Mutant virus will increase infectivity:

  1. There are many more mutations that contribute in different measures, in ways not fully understood, to the virus being able to adapt to human hosts.
  2. The B.1.617 family was marked as an international ‘variant of concern’ after it was linked to a recent spike in cases in the United Kingdom.
  3. In March, it was linked to a spurt in cases in Maharashtra. But there is no evidence yet to show that the variant is associated with increased disease severity.
  4. INSACOG labs also found that the B.1.1.7 variant, which is marked by increased infectivity, is distinctly more prevalent in several northern and central Indian States in comparison to southern States.

Are some mutations more important?

Yes. Scientists pay most attention to mutations in the gene that encodes the SARS-CoV-2 spike protein, which plays a key role in viral entry into cells.

Targeted by vaccines, this protein influences immunity and vaccine efficacy. The B.1.1.7, 501Y.V2, P.1 and B.1.617 variants all carry multiple mutations affecting the spike protein.

That raises questions about whether people who have developed antibodies to the “regular” strain will be able to fight off the new variants.


Beyond identifying patterns, why is genome sequencing useful?

  1. The purpose of genome sequencing is to understand the role of certain mutations in increasing the virus’s infectivity.
  2. Some mutations have also been linked to immune escape, or the virus’s ability to evade antibodies, and this has consequences for vaccines.
  3. Labs across the world, including many in India, have been studying if the vaccines developed so far are effective against such mutant strains of the virus.
  4. They do this by extracting the virus from COVID-19-positive samples and growing enough of it.
  5. Then, blood serum from people who are vaccinated, and thereby have antibodies, is drawn.

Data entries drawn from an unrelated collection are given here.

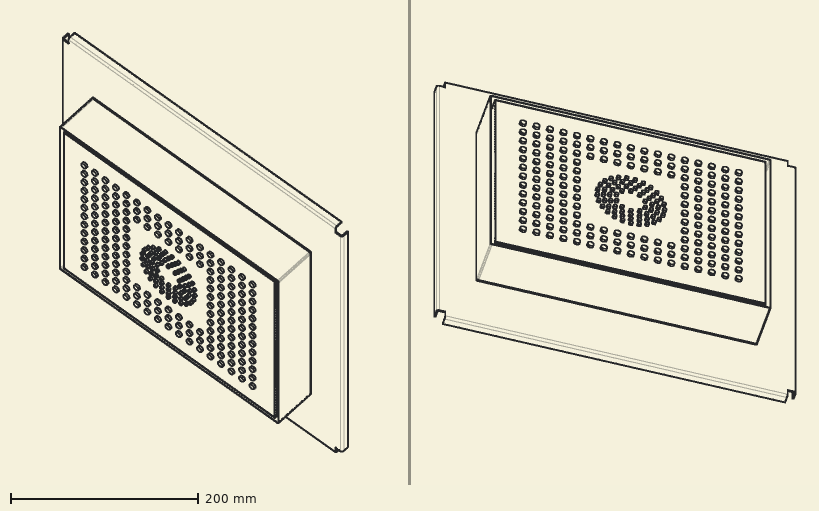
import cadquery as cq
import math

plate_size = 400.0
total_depth = 65.1

plate_depth = 10.0
plate_sheet = 1.5
bend_radius = 2.5
corner_notch = 9.5

frame_width = 312.5
frame_height = 252.5
frame_depth = 52.5
frame_sheet = 1.0
frame_corner_radius = 2.0
channel_pitch = 5.5

panel_width = frame_width - 2 * (channel_pitch + frame_sheet)
panel_height = frame_height - 2 * (channel_pitch + frame_sheet)
panel_thickness = 2.0

mat_thickness = 2.0
nozzle_reach = total_depth - plate_depth - frame_depth
nozzle_length = panel_thickness + nozzle_reach

grid_pitch = 15.0
grid_columns = 17
grid_rows = 13
window_half_steps = 3
grid_nozzle_diameter = 6.7

ring_counts = (10, 15, 20, 25)
first_ring_radius = 16.8
ring_spacing = 6.9
ring_nozzle_diameter = 4.0

plate_front = 0.0
plate_back = plate_front + plate_depth
frame_front = plate_front - frame_depth
panel_back = frame_front + panel_thickness
mat_back = panel_back + mat_thickness


def block(width, height, front, back):
    """A block centred on the Y axis that spans two Y positions."""
    depth = back - front
    return cq.Workplane("XY").box(width, depth, height).translate((0, front + depth / 2, 0))


def make_plate():
    """The flanged plate, with rounded bends and square notches at its corners."""
    inner_size = plate_size - 2 * plate_sheet
    outer = block(plate_size, plate_size, plate_front, plate_back)
    outer = outer.faces("<Y").edges().fillet(bend_radius)
    inner = block(inner_size, inner_size, plate_front + plate_sheet, plate_back)
    inner = inner.faces("<Y").edges().fillet(bend_radius - plate_sheet)
    plate = outer.cut(inner)
    notch = block(corner_notch, corner_notch, plate_front, plate_back)
    notch_centre = (plate_size - corner_notch) / 2
    for x in (-notch_centre, notch_centre):
        for z in (-notch_centre, notch_centre):
            plate = plate.cut(notch.translate((x, 0, z)))
    return plate


def make_frame():
    """The channel: an outer wall, a floor on the plate and an inner wall round the panel."""
    outer = block(frame_width, frame_height, frame_front, plate_front)
    outer = outer.edges("|Y").fillet(frame_corner_radius)

    floor_front = plate_front - frame_sheet
    groove_width = frame_width - 2 * frame_sheet
    groove_height = frame_height - 2 * frame_sheet
    groove = block(groove_width, groove_height, frame_front, floor_front)
    groove = groove.edges("|Y").fillet(frame_corner_radius - frame_sheet)
    island_width = panel_width + 2 * frame_sheet
    island_height = panel_height + 2 * frame_sheet
    groove = groove.cut(block(island_width, island_height, frame_front, floor_front))

    opening = block(panel_width, panel_height, frame_front, plate_front)
    return outer.cut(groove).cut(opening)


def grid_points():
    """Centres of the large nozzles."""
    points = []
    for column in range(grid_columns):
        for row in range(grid_rows):
            i = column - grid_columns // 2
            j = row - grid_rows // 2
            if abs(i) > window_half_steps or abs(j) > window_half_steps:
                points.append((i * grid_pitch, j * grid_pitch))
    return points


def ring_points():
    """Centres of the small nozzles; every ring has one straight below the centre."""
    points = []
    for ring, count in enumerate(ring_counts):
        radius = first_ring_radius + ring * ring_spacing
        for k in range(count):
            angle = 2 * math.pi * k / count
            points.append((radius * math.sin(angle), -radius * math.cos(angle)))
    return points


def make_nozzles():
    """All nozzles as cylinders from the back of the panel to their tips."""
    base = cq.Workplane("XZ", origin=(0, panel_back, 0))
    large = base.pushPoints(grid_points()).circle(grid_nozzle_diameter / 2).extrude(nozzle_length)
    small = base.pushPoints(ring_points()).circle(ring_nozzle_diameter / 2).extrude(nozzle_length)
    return large.add(small)


def make_panel(nozzles):
    """The cover, with a matching hole for every nozzle."""
    cover = block(panel_width, panel_height, frame_front, panel_back)
    return cq.Workplane(cover.val().cut(*nozzles.vals()))


def make_mat(nozzles):
    """The backing sheet and its nozzles in one piece."""
    backing = block(panel_width, panel_height, panel_back, mat_back)
    return cq.Workplane(backing.val().fuse(*nozzles.vals()))


nozzles = make_nozzles()
plate = make_plate()
frame = make_frame()
panel = make_panel(nozzles)
mat = make_mat(nozzles)
result = cq.Compound.makeCompound([plate.val(), frame.val(), *panel.solids().vals(), *mat.solids().vals()])

Way Ahead: India’s genome project on low gear:

  1. Sequencing of the genomes of viral strains is important from a ‘know-thy-enemy’ point of view.
  2. A genome is the complete set of genetic instructions that is present in an organism, in the form of its DNA.
  3. Sequencing refers to knowing the exact sequence of occurrence of the four nucleotide bases—A, C, G and T, which are the first letters of the names of four bio-molecules.
  4. Since each mutation is caused by a change in the genome sequence, knowing the sequences helps keep track of the mutations.
  5. In other words, genome sequencing can provide information on mutations or genetic variants that cause the disease or can increase the risk of disease in a person.
  6. The effort of genome sequencing was happening in a sporadic and un-coordinated way and it was not until the first report of a UK ‘variant of concern’ was published in December that the government sat up.
  7. The government immediately initiated the network of large-scale sequencing of viral genome.



The poor progress in genome sequencing also affects India’s image abroad, as all countries are required to upload data into a common global repository, called the ‘Global Initiative on Sharing all Influenza data’, or GISAID.

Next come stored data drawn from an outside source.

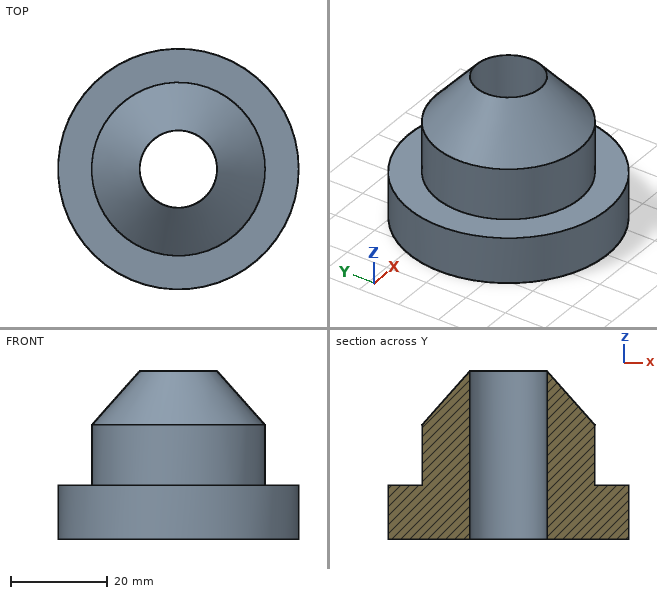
import cadquery as cq

flange_diameter = 50.0
flange_height = 11.25
body_diameter = 36.0
body_height = 12.5
nose_height = 11.25
bore_diameter = 16.0

flange_radius = flange_diameter / 2
body_radius = body_diameter / 2
bore_radius = bore_diameter / 2

body_base_z = flange_height
nose_base_z = body_base_z + body_height
nose_tip_z = nose_base_z + nose_height


def make_bushing():
    """Revolve the half section around Z: flange, body and a cone that meets the through bore in a sharp rim."""
    half_section = (
        cq.Workplane("XZ")
        .moveTo(bore_radius, 0)
        .lineTo(flange_radius, 0)
        .lineTo(flange_radius, body_base_z)
        .lineTo(body_radius, body_base_z)
        .lineTo(body_radius, nose_base_z)
        .lineTo(bore_radius, nose_tip_z)
        .close()
    )
    return half_section.revolve(360, (0, 0, 0), (0, 1, 0))


result = make_bushing()
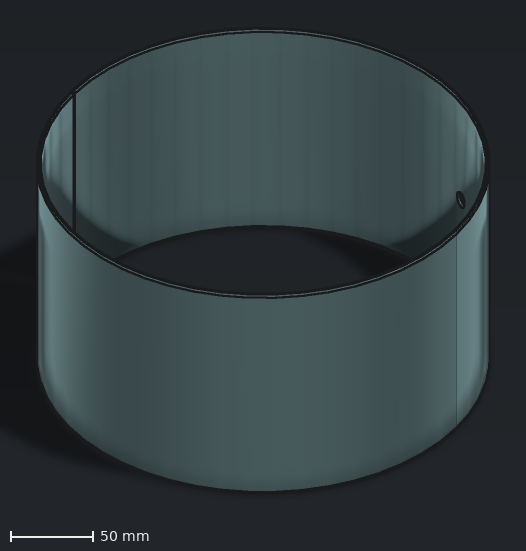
import cadquery as cq

outer_diameter = 275.0
height = 150.0
wall = 2.5
bevel_inset = 0.8
bevel_drop = 2.0
slit_width = 2.0
slit_center_y = 1.0
hole_diameter = 10.0
hole_angle = 59.0

outer_radius = outer_diameter / 2
inner_radius = outer_radius - wall
mid_radius = outer_radius - wall / 2
half_height = height / 2
cut_depth = 4 * wall


def make_band():
    """Thin ring centred on the origin, bevelled inside and outside on both rims."""
    section = [
        (inner_radius, -half_height + bevel_drop),
        (inner_radius + bevel_inset, -half_height),
        (outer_radius - bevel_inset, -half_height),
        (outer_radius, -half_height + bevel_drop),
        (outer_radius, half_height - bevel_drop),
        (outer_radius - bevel_inset, half_height),
        (inner_radius + bevel_inset, half_height),
        (inner_radius, half_height - bevel_drop),
    ]
    return cq.Workplane("XZ").polyline(section).close().revolve(360, (0, 0), (0, 1))


def make_slit():
    """Full-height slot that opens the band on the -X side."""
    slot = cq.Workplane("XY").box(cut_depth, slit_width, height)
    return slot.translate((-mid_radius, slit_center_y, 0))


def make_hole():
    """Radial hole through the wall at mid height."""
    drill = cq.Workplane("YZ").circle(hole_diameter / 2).extrude(cut_depth / 2, both=True)
    return drill.translate((mid_radius, 0, 0)).rotate((0, 0, 0), (0, 0, 1), hole_angle)


result = make_band().cut(make_slit()).cut(make_hole())
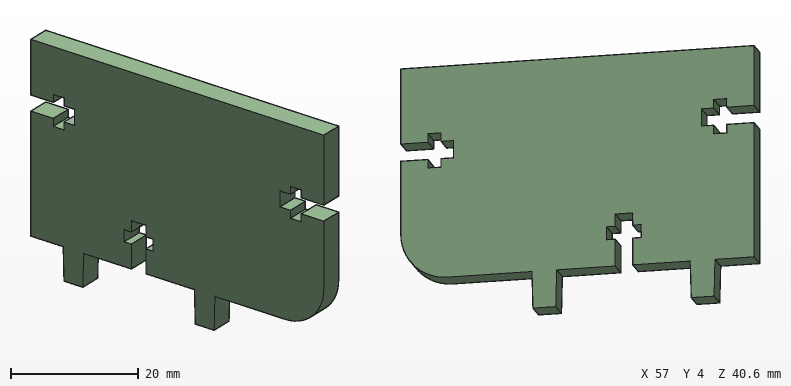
import cadquery as cq

plate_length = 57.03
plate_thickness = 4.0
overall_height = 40.57
corner_radius = 7.5

tab_length = 6.0
tab_root_width = 4.0
tab_tip_width = 3.7
tab_centers = (8.3, 33.85)

plate_height = overall_height - tab_length

screw_width = 2.8
screw_depth = 8.5
nut_width = 5.6
nut_thickness = 2.1
nut_offset = 4.4

left_slot_drop = 11.2
right_slot_drop = 13.7
bottom_slot_x = 21.0


def make_plate():
    plate = cq.Workplane("XY").box(plate_length, plate_thickness, plate_height, centered=False)
    return plate.edges("|Y and >X and <Z").fillet(corner_radius)


def make_tab(center_x):
    half_root = tab_root_width / 2
    half_tip = tab_tip_width / 2
    outline = [
        (center_x - half_root, 0),
        (center_x - half_tip, -tab_length),
        (center_x + half_tip, -tab_length),
        (center_x + half_root, 0),
    ]
    return cq.Workplane("XZ").polyline(outline).close().extrude(-plate_thickness)


def make_slot_cutter(edge_x, edge_z, turn):
    """Cross-shaped cutter running up from the origin, turned about Y and moved to the edge point."""
    channel = cq.Workplane("XY").box(
        screw_width, plate_thickness, screw_depth, centered=(True, False, False)
    )
    pocket = cq.Workplane("XY").box(
        nut_width, plate_thickness, nut_thickness, centered=(True, False, False)
    )
    cutter = channel.union(pocket.translate((0, 0, nut_offset)))
    return cutter.rotate((0, 0, 0), (0, 1, 0), turn).translate((edge_x, 0, edge_z))


result = make_plate()

for tab_x in tab_centers:
    result = result.union(make_tab(tab_x))

slots = (
    (0, plate_height - left_slot_drop, 90),
    (plate_length, plate_height - right_slot_drop, -90),
    (bottom_slot_x, 0, 0),
)
for slot_x, slot_z, slot_turn in slots:
    result = result.cut(make_slot_cutter(slot_x, slot_z, slot_turn))
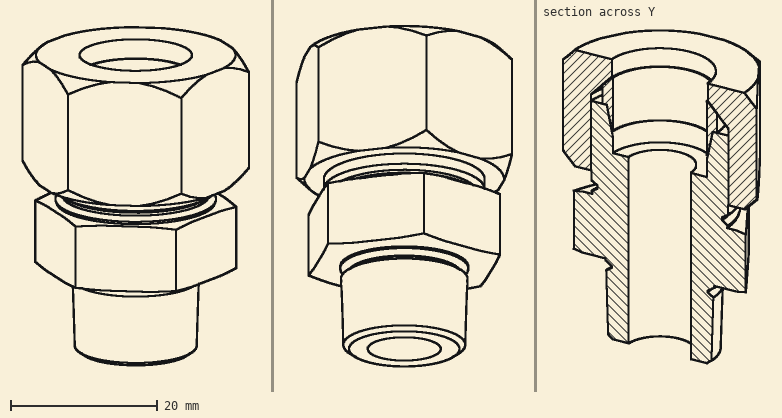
import cadquery as cq
import math

TOTAL_HEIGHT = 42.0
NUT_BOTTOM_Z = 24.5
HEX_TOP_Z = 21.1
HEX_BOTTOM_Z = 11.85

NUT_ACROSS_FLATS = 27.0
NUT_BEVEL_RADIUS = 13.65
NUT_BEVEL_ANGLE = 45.0
NUT_HOLE_RADIUS = 7.7
NUT_HOLE_DEPTH = 2.75
SHOULDER_ANGLE = 45.0

BODY_ACROSS_FLATS = 24.0
BODY_BEVEL_RADIUS = 12.4
BODY_BEVEL_ANGLE = 10.0
BODY_TOP_Z = 35.0
BORE_RADIUS = 5.0
TUBE_RADIUS = 7.5
SOCKET_DEPTH = 7.0
SEAT_MOUTH_RADIUS = 8.5
SEAT_ANGLE = 12.0
THREAD_RADIUS = 11.0

UPPER_GROOVE_RADIUS = 10.05
UPPER_GROOVE_WIDTH = 0.4
UPPER_GROOVE_Z = 22.05
THREAD_END_Z = 23.0
COLLAR_TOP_Z = 21.45
UPPER_COLLAR_FOOT_RADIUS = 10.85

LOWER_COLLAR_RADIUS = 8.78
LOWER_COLLAR_HEIGHT = 0.25
LOWER_GROOVE_RADIUS = 7.73
LOWER_GROOVE_WIDTH = 0.13
LOWER_GROOVE_Z = 10.75

FOOT_TOP_RADIUS = 8.65
FOOT_TOP_Z = 10.12
FOOT_TAPER = 1 / 32
FOOT_CHAMFER_HEIGHT = 0.6
FOOT_END_RADIUS = 7.55

RING_RIM_RADIUS = 9.25
RING_TIP_RADIUS = 7.7


def tangent(degrees):
    return math.tan(math.radians(degrees))


def revolved(profile):
    """Solid of revolution about Z from (radius, height) points."""
    return cq.Workplane("XZ").polyline(profile).close().revolve(360, (0, 0, 0), (0, 1, 0))


def beveled_hexagon(across_flats, bottom_z, top_z, bevel_radius, bevel_angle):
    """Hexagonal prism with corners along X, its corners beveled at both ends."""
    corner_radius = across_flats / math.sqrt(3)
    bevel_height = (corner_radius - bevel_radius) * tangent(bevel_angle)
    prism = (
        cq.Workplane("XY")
        .workplane(offset=bottom_z)
        .polygon(6, 2 * corner_radius)
        .extrude(top_z - bottom_z)
    )
    envelope = revolved([
        (0, bottom_z),
        (bevel_radius, bottom_z),
        (corner_radius, bottom_z + bevel_height),
        (corner_radius, top_z - bevel_height),
        (bevel_radius, top_z),
        (0, top_z),
    ])
    return prism.intersect(envelope)


SHOULDER_Z = TOTAL_HEIGHT - NUT_HOLE_DEPTH


def make_nut():
    shoulder_height = (THREAD_RADIUS - NUT_HOLE_RADIUS) / tangent(SHOULDER_ANGLE)
    cavity = revolved([
        (0, NUT_BOTTOM_Z),
        (THREAD_RADIUS, NUT_BOTTOM_Z),
        (THREAD_RADIUS, SHOULDER_Z - shoulder_height),
        (NUT_HOLE_RADIUS, SHOULDER_Z),
        (NUT_HOLE_RADIUS, TOTAL_HEIGHT),
        (0, TOTAL_HEIGHT),
    ])
    outside = beveled_hexagon(
        NUT_ACROSS_FLATS, NUT_BOTTOM_Z, TOTAL_HEIGHT, NUT_BEVEL_RADIUS, NUT_BEVEL_ANGLE
    )
    return outside.cut(cavity)


def make_body():
    foot_end_taper_radius = FOOT_TOP_RADIUS - (FOOT_TOP_Z - FOOT_CHAMFER_HEIGHT) * FOOT_TAPER
    lower_collar_z = HEX_BOTTOM_Z - LOWER_COLLAR_HEIGHT
    turned = revolved([
        (0, 0),
        (FOOT_END_RADIUS, 0),
        (foot_end_taper_radius, FOOT_CHAMFER_HEIGHT),
        (FOOT_TOP_RADIUS, FOOT_TOP_Z),
        (LOWER_GROOVE_RADIUS, LOWER_GROOVE_Z),
        (LOWER_GROOVE_RADIUS, LOWER_GROOVE_Z + LOWER_GROOVE_WIDTH),
        (LOWER_COLLAR_RADIUS, lower_collar_z),
        (LOWER_COLLAR_RADIUS, HEX_BOTTOM_Z),
        (UPPER_COLLAR_FOOT_RADIUS, HEX_TOP_Z),
        (THREAD_RADIUS, COLLAR_TOP_Z),
        (UPPER_GROOVE_RADIUS, UPPER_GROOVE_Z),
        (UPPER_GROOVE_RADIUS, UPPER_GROOVE_Z + UPPER_GROOVE_WIDTH),
        (THREAD_RADIUS, THREAD_END_Z),
        (THREAD_RADIUS, BODY_TOP_Z),
        (0, BODY_TOP_Z),
    ])
    hexagon = beveled_hexagon(
        BODY_ACROSS_FLATS, HEX_BOTTOM_Z, HEX_TOP_Z, BODY_BEVEL_RADIUS, BODY_BEVEL_ANGLE
    )
    seat_depth = (SEAT_MOUTH_RADIUS - TUBE_RADIUS) / tangent(SEAT_ANGLE)
    passage = revolved([
        (0, 0),
        (BORE_RADIUS, 0),
        (BORE_RADIUS, BODY_TOP_Z - SOCKET_DEPTH),
        (TUBE_RADIUS, BODY_TOP_Z - SOCKET_DEPTH),
        (TUBE_RADIUS, BODY_TOP_Z - seat_depth),
        (SEAT_MOUTH_RADIUS, BODY_TOP_Z),
        (0, BODY_TOP_Z),
    ])
    return turned.union(hexagon).cut(passage)


def make_cutting_ring():
    rim_top_z = SHOULDER_Z - (RING_RIM_RADIUS - NUT_HOLE_RADIUS) / tangent(SHOULDER_ANGLE)
    tip_z = BODY_TOP_Z - (SEAT_MOUTH_RADIUS - RING_TIP_RADIUS) / tangent(SEAT_ANGLE)
    return revolved([
        (TUBE_RADIUS, tip_z),
        (RING_TIP_RADIUS, tip_z),
        (SEAT_MOUTH_RADIUS, BODY_TOP_Z),
        (RING_RIM_RADIUS, BODY_TOP_Z),
        (RING_RIM_RADIUS, rim_top_z),
        (NUT_HOLE_RADIUS, SHOULDER_Z),
        (TUBE_RADIUS, SHOULDER_Z),
    ])


nut = make_nut()
body = make_body()
cutting_ring = make_cutting_ring()

result = cq.Compound.makeCompound([nut.val(), body.val(), cutting_ring.val()])

This is to alert the world about new mutants. The world is watching apprehensively at India’s massive sweep of the second wave and would be expecting India to capture variants and put the data into the common database.

There were fewer antibodies produced against the South African, Brazil and the ‘double mutant’ variant.

Antibody levels are not the only markers of protection and there is a parallel network of cellular immunity that plays a critical role in how vaccines activate immunity.

The current evidence for most COVID-19 vaccines is that they have almost 75% to 90% efficacy in protecting against disease but less so in preventing re-infection and transmission.